A strategic reflection on historical memory, totalitarian ideologies, and the dilemmas of democratic self-defense.
A strategic reflection on historical memory, the lessons of communism, and the challenges of protecting democracy from authoritarian ideologies while safeguarding freedom and human rights.
Part 2
Is communism impious and unjust? Irrational? Or all three?
In our previous article we referred to the Czech Republic’s decision to punish with prison anyone who “creates, supports or promotes Nazi, communist, or other movements aimed at suppressing human rights and freedoms or inciting racial, ethnic, national, religious, or class hatred.”
We ended by asking whether a democracy that outlaws a political party remains a democracy.
When the idea of banning Nazi or communist parties is raised, the first thing we observe, without needing to consult Rawls, Schmitt, or Popper, is that although both are totalitarian ideologies, they have received different treatment.
Let us start where the NSDAP, the Nazi party, took shape: Germany.
The Nazi party was banned from 1945 onward and legally eradicated.
No photos of Hitler, except for criticism or as a historical subject, which amounts to the same thing, though more elaborated.
No “Sieg Heil” with an outstretched arm.
No swastika.
And the communist party?
Eleven years later, the same decision was taken with the communist party.
Those were different times.
It was politically correct, because the context had changed and the Soviets were not viewed in the same way.
Under the pretext that it was a different organization, the party reappeared in 1968.
And what about communist symbols?
Yes, there was a hammer and sickle design, but smaller, so it was a different movement, or so they said.
The explanation is simple.
The USSR had won the war.
That is why there was a Nuremberg for the Nazis.
But not its equivalent for the communists.

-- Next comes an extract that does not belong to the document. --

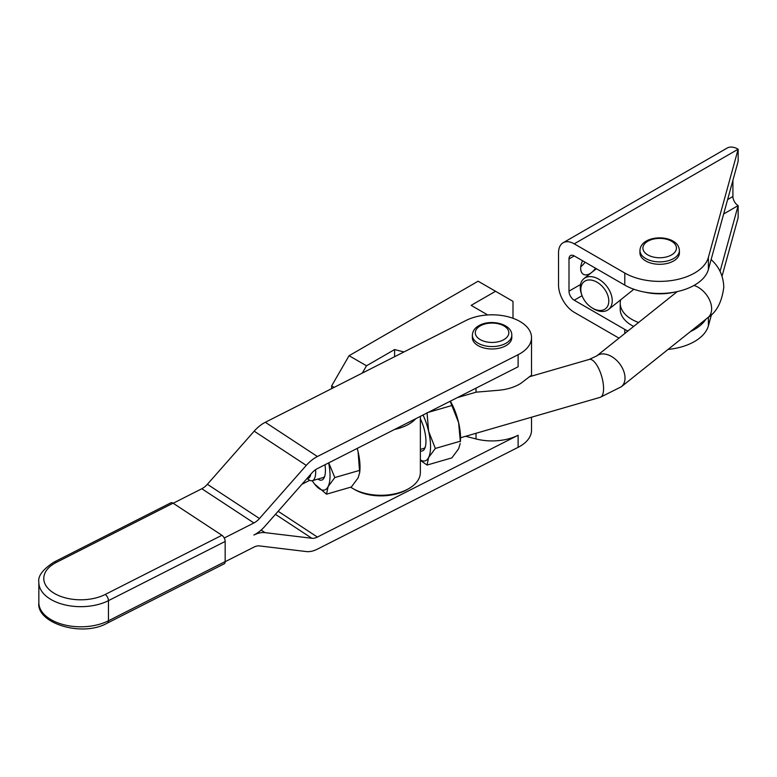 <?xml version="1.0" encoding="UTF-8"?>
<svg xmlns="http://www.w3.org/2000/svg" width="777" height="777" viewBox="0 0 777 777"><rect width="100%" height="100%" fill="white"/><g stroke="black" fill="none" stroke-linecap="round" stroke-linejoin="round"><path stroke-width="1.17" d="M644.978 292.171A39.462 22.786 -0 0 0 674.368 292.171M620.677 299.786A39.462 22.786 -0 0 0 620.221 303.244A39.462 22.786 -0 0 0 636.227 321.571A39.462 22.786 -0 0 0 638.568 322.494M595.532 268.22A13.073 7.547 -60 0 1 583.391 274.291A13.073 7.547 -60 0 1 580.681 268.308A13.073 7.547 -60 0 1 582.575 260.742M673.63 260.965A19.726 11.393 180 0 1 652.126 263.432A19.726 11.393 180 0 1 639.947 252.904L639.947 250.485A19.726 11.393 0 0 0 645.726 258.547A19.726 11.393 0 0 0 673.63 258.547A19.726 11.393 0 0 0 679.409 250.485L679.409 252.904A19.726 11.393 180 0 1 673.63 260.965M624.795 285.12L624.795 273.038A49.32 28.477 0 0 0 674.912 279.992A49.32 28.477 0 0 0 708.391 257.372L738.15 149.203L738.15 161.286L708.391 269.454A49.32 28.477 180 0 1 674.912 292.074A49.32 28.477 180 0 1 624.795 285.12L574.232 255.924L568.997 258.945L568.997 291.161A7.401 4.274 -120 0 0 574.232 300.223L624.795 329.419A49.32 28.477 0 0 0 627.865 331.051M690.5 331.517A49.32 28.477 0 0 0 705.904 319.211M720.056 271.367L738.15 205.584L738.15 217.667L722.037 276.223M620.221 303.244L620.221 309.285A39.462 22.786 -0 0 0 633.663 326.418M580.778 266.734A13.073 7.547 120 0 0 585.062 262.179M711.528 314.442L708.391 325.835A49.32 28.477 180 0 1 668.074 349.427M727.049 148.106A22.193 12.811 60 0 1 738.15 149.203L574.232 243.842A22.193 12.811 60 0 0 563.131 242.745L727.049 148.106M732.915 180.303L732.915 196.523A7.401 4.274 -120 0 0 738.15 205.584L723.659 213.957M568.997 258.945A7.401 4.274 60 0 1 570.532 255.565A7.401 4.274 60 0 1 574.232 255.924M618.978 338.141L574.232 312.305A22.193 12.811 -120 0 1 558.537 285.12L558.537 252.904A22.193 12.811 60 0 1 563.131 242.745M624.795 273.038L574.232 243.842M476.175 392.162L497.358 390.375C506.478 389.704 514.248 387.412 520.658 383.498L530.769 375.757L531.361 376.185M306.274 465.394L254.186 431.167A29.594 18.153 -56.7 0 1 265.307 422.29L466.025 320.474A39.462 22.786 180 0 1 508.119 316.783A39.462 22.786 180 0 1 531.526 337.597A39.462 22.786 180 0 1 518.113 354.71L317.395 456.517A29.594 18.153 -56.7 0 0 306.274 465.394L259.469 518.521A14.802 9.071 123.3 0 1 253.904 522.96L224.232 538.014M465.666 436.285L476.019 438.947A39.462 22.786 0 0 0 518.113 435.256L518.113 447.329A39.462 22.786 0 0 0 531.526 430.215L531.526 417.21M306.993 478.535L309.159 479.953A19.726 7.226 -106.2 0 0 312.325 480.691A19.726 7.226 -106.2 0 0 315.685 471.921A19.726 7.226 -106.2 0 0 315.608 469.667M591.996 307.838L593.036 308.488A19.726 13.054 -128.6 0 0 608.566 309.46A19.726 13.054 -128.6 0 0 612.237 300.718A19.726 13.054 -128.6 0 0 601.67 281.157A19.726 13.054 -128.6 0 0 583.935 278.632A19.726 13.054 -128.6 0 0 580.264 287.373A19.726 13.054 -128.6 0 0 581.458 293.997L581.866 295.153A17.259 11.422 51.4 0 1 580.817 289.365A17.259 11.422 51.4 0 1 594.803 281.109A17.259 11.422 51.4 0 1 608.799 301.039A17.259 11.422 51.4 0 1 591.996 307.838A17.259 11.422 51.4 0 1 581.866 295.153M420.367 449.407L423.484 448.504A19.726 7.226 -106.2 0 0 425.223 447.163M420.367 416.375L420.367 472.513A39.462 22.786 180 0 1 408.809 488.616A39.462 22.786 180 0 1 353.011 488.616A39.462 22.786 180 0 1 350.709 487.169M394.599 429.438A39.462 22.786 0 0 0 415.841 418.667M358.11 451.855L359.751 461.742M427.039 412.713L428.622 431.313A32.061 11.733 -106.2 0 0 423.368 415.676A32.061 11.733 -106.2 0 0 423.057 415.005M450.339 401.165A32.061 11.733 73.8 0 1 453.341 407.002A32.061 11.733 73.8 0 1 458.605 422.639L450.184 401.243M312.325 480.691L322.96 477.612A19.726 7.226 -106.2 0 0 324.699 476.272M312.257 480.71A32.061 11.733 -106.2 0 0 314.5 483.954A32.061 11.733 -106.2 0 0 315.656 485.363A32.061 11.733 -106.2 0 0 322.843 490.132A32.061 11.733 -106.2 0 0 328.108 486.606L326.515 494.182L351.379 486.975L358.09 477.923L359.673 472.659L358.09 451.748A32.061 11.733 73.8 0 1 359.848 470.823L359.673 472.659M224.067 563.879A4.934 2.661 -116.9 0 0 224.145 563.84A4.934 2.661 -116.9 0 0 224.213 563.801A4.934 2.661 -116.9 0 0 225.165 561.586L225.165 541.443A4.934 2.661 -116.9 0 0 224.213 537.975A4.934 2.661 -116.9 0 0 221.911 535.275L105.186 594.483A36.995 21.358 180 0 1 52.982 592.54A36.995 21.358 180 0 1 56.362 562.393L173.077 503.185A4.934 2.661 -116.9 0 0 170.843 502.816A4.934 2.661 -116.9 0 0 170.775 502.855M511.8 335.178L511.8 337.597A19.726 11.393 180 0 1 499.621 348.115A19.726 11.393 180 0 1 478.117 345.648A19.726 11.393 180 0 1 472.338 337.597L472.338 335.178A19.726 11.393 0 0 0 478.117 343.23A19.726 11.393 0 0 0 506.021 343.23A19.726 11.393 0 0 0 511.8 335.178C512.043 323.562 489.85 318.832 478.729 325.767C474.796 327.933 472.659 331.06 472.338 335.178M173.077 503.185L221.911 535.275M518.113 447.329L317.395 549.145A29.594 18.153 123.3 0 1 306.274 551.553L259.469 545.92A14.802 9.071 -56.7 0 0 253.904 547.125L225.165 561.703M518.113 354.71L518.113 366.793L317.395 468.599A14.802 9.071 -56.7 0 0 311.839 473.038L265.025 526.165A29.594 18.153 123.3 0 1 253.904 535.042A29.594 18.153 -56.7 0 1 265.025 532.633L311.839 538.267A14.802 9.071 123.3 0 0 317.395 537.062L518.113 435.256M317.919 479.079A21.756 7.964 -106.2 0 0 324.232 477.534A21.756 7.964 -106.2 0 0 324.99 464.753M357.235 448.397A32.061 11.733 73.8 0 1 358.09 451.748L357.206 448.407M328.729 462.859L334.819 477.554L328.108 486.606A32.061 11.733 -106.2 0 0 328.642 462.898M326.515 494.182L314.53 483.984M334.819 477.554L359.673 470.357M420.367 459.935A32.061 11.733 -106.2 0 0 428.622 457.498A32.061 11.733 -106.2 0 0 428.622 431.313L435.334 448.446L428.622 457.498L427.039 465.064L420.367 460.314M420.367 450.942A21.756 7.964 -106.2 0 0 424.757 448.426A21.756 7.964 -106.2 0 0 420.367 418.852M458.605 422.639A32.061 11.733 73.8 0 1 460.363 441.705L458.605 422.639M427.039 465.064L451.893 457.867L458.605 448.815L460.198 443.55M451.893 405.516L428.302 412.344M460.198 441.239L435.334 448.446M408.809 488.616L407.07 489.627A36.995 21.358 180 0 1 354.749 489.627L353.011 488.616M310.8 474.213A16.278 5.963 73.8 0 1 307.187 478.311M403.953 351.962L394.609 349.563L366.511 365.782L349.077 355.711L331.633 385.916L334.149 387.373M394.609 356.701L394.609 349.563M301.962 484.246L309.741 480.303M253.904 522.96L201.816 488.733L173.174 503.253M201.816 488.733A14.802 9.071 123.3 0 0 207.381 484.294L259.469 518.521M254.186 431.167L207.381 484.294M331.633 388.646L331.633 385.916M349.077 355.711L478.117 281.216L495.561 291.278L471.144 305.371L487.723 314.947M362.286 373.096L366.511 365.782M512.995 318.279L512.995 301.35L495.561 291.278M671.532 241.229A16.773 9.683 180 0 1 671.532 254.924A16.773 9.683 180 0 1 647.824 254.924A16.773 9.683 180 0 1 647.824 241.229A16.773 9.683 180 0 1 671.532 241.229M582.06 295.707L574.232 300.223M708.391 257.372L708.391 269.454M708.391 317.23L708.391 325.835M624.795 333.498L624.795 329.419M568.997 291.161L580.536 284.499M727.612 199.592L732.915 196.523M460.528 437.772L600.223 397.319A19.726 7.226 -106.2 0 0 603.574 388.549A19.726 7.226 -106.2 0 0 598.581 368.298A19.726 7.226 -106.2 0 0 589.248 359.421L529.341 376.767M600.223 397.319L621.328 386.761A19.726 13.054 -128.6 0 0 625.009 378.02A19.726 13.054 -128.6 0 0 614.442 358.459A19.726 13.054 -128.6 0 0 596.707 355.934L677.262 291.598M711.14 259.469L714.248 262.704C717.394 266.2 723.329 273.97 723.795 287.14C721.891 302.01 716.608 312.15 707.964 317.57A19.726 13.054 -128.6 0 0 711.645 308.828A19.726 13.054 -128.6 0 0 693.997 285.441M476.019 392.21L476.019 388.141M476.019 438.947L476.019 433.284M224.145 563.84L107.42 623.047A4.934 2.661 -116.9 0 0 107.488 623.008A4.934 2.661 -116.9 0 0 108.45 620.784A41.929 24.204 180 0 1 78.069 626.757A41.929 24.204 180 0 1 38.85 602.602L38.85 582.468A41.929 24.204 0 0 0 78.069 606.623A41.929 24.204 0 0 0 108.45 600.65A4.934 2.661 -116.9 0 0 107.488 597.173A4.934 2.661 -116.9 0 0 105.186 594.483M225.165 561.586L108.45 620.784L108.45 600.65L225.165 541.443M54.06 562.062A4.934 2.661 63.1 0 1 54.128 562.024A4.934 2.661 63.1 0 1 56.362 562.393M503.923 339.607A16.773 9.683 180 0 1 480.215 339.607A16.773 9.683 180 0 1 480.215 325.913A16.773 9.683 180 0 1 503.923 325.913A16.773 9.683 180 0 1 503.923 339.607M311.839 538.267L275.437 514.345M278.147 511.276L317.395 537.062M261.121 530.069L265.025 532.633M265.307 422.29L317.395 456.517M639.947 250.485C640.559 237.879 662.014 234.683 673.018 241.084C676.952 243.24 679.088 246.377 679.409 250.485M531.526 376.136L531.526 337.597M621.328 386.761L707.964 317.57M633.867 289.258L608.566 309.46M38.85 582.468C37.665 576.194 42.754 569.376 54.128 562.024L170.843 502.816M107.42 623.047C81.935 637.723 36.004 623.018 38.85 602.602M457.332 397.62L476.67 392.016M596.367 268.706L583.935 278.632M596.707 355.934L589.248 359.421"/></g></svg>

The wind began to shift when the Soviet Union and its sphere of influence collapsed.
Even so, it took the Czechs thirty-four years to pass the law we quoted above.
Czechia is not alone, but each state that has adopted similar measures has done so in its own particular way.
The concern about banning ideologies, even when they are democracy’s mortal enemy, has always weighed heavily on the democratic mindset.
Different philosophers have sought a justification that does not break the overall coherence.
John Rawls starts from a real fact: a democracy can be brought down by using the very freedoms it grants.
Since that would amount to institutional suicide, he quickly concludes that an ideology with that aim is a foreign body that must be restrained.
But not because that foreign body is “impious and unjust,” as Pius XII states in Quadragesimo anno, but because it is not reasonable.
That is, it does not accept pluralism of ideas and seeks to impose a single way of seeing reality.
Now, from that perspective, it is the state that decides what is reasonable and what is not.
Does that not open the door for a government to persecute opponents, corporations, or anything it deems not “rational”?
And how does this idea of outlawing totalitarianisms work in reality?
As we have seen.
It is not symmetrical.
With Nazism, it is unquestionable.
Communism, by contrast, has an extraordinary ability to metamorphose, or at least to camouflage itself within popular fronts.
In the Czech Republic, the declassified StB archives were only made publicly available in 2008.
In the Russian Federation, the KGB archives known publicly are so because they were leaked.
Not because the Russian authorities made an official decision.
To sharpen this point, nothing is better than quoting the Czech researcher Vladimír Petrilák:
“In Russia, those who in the past worked in the KGB boast about it; they elevate themselves because they belonged to this organization, and Russians consider them heroes” (La StB, el brazo armado de la KGB en Uruguay, Montevideo, Planeta, 2018, p. 426).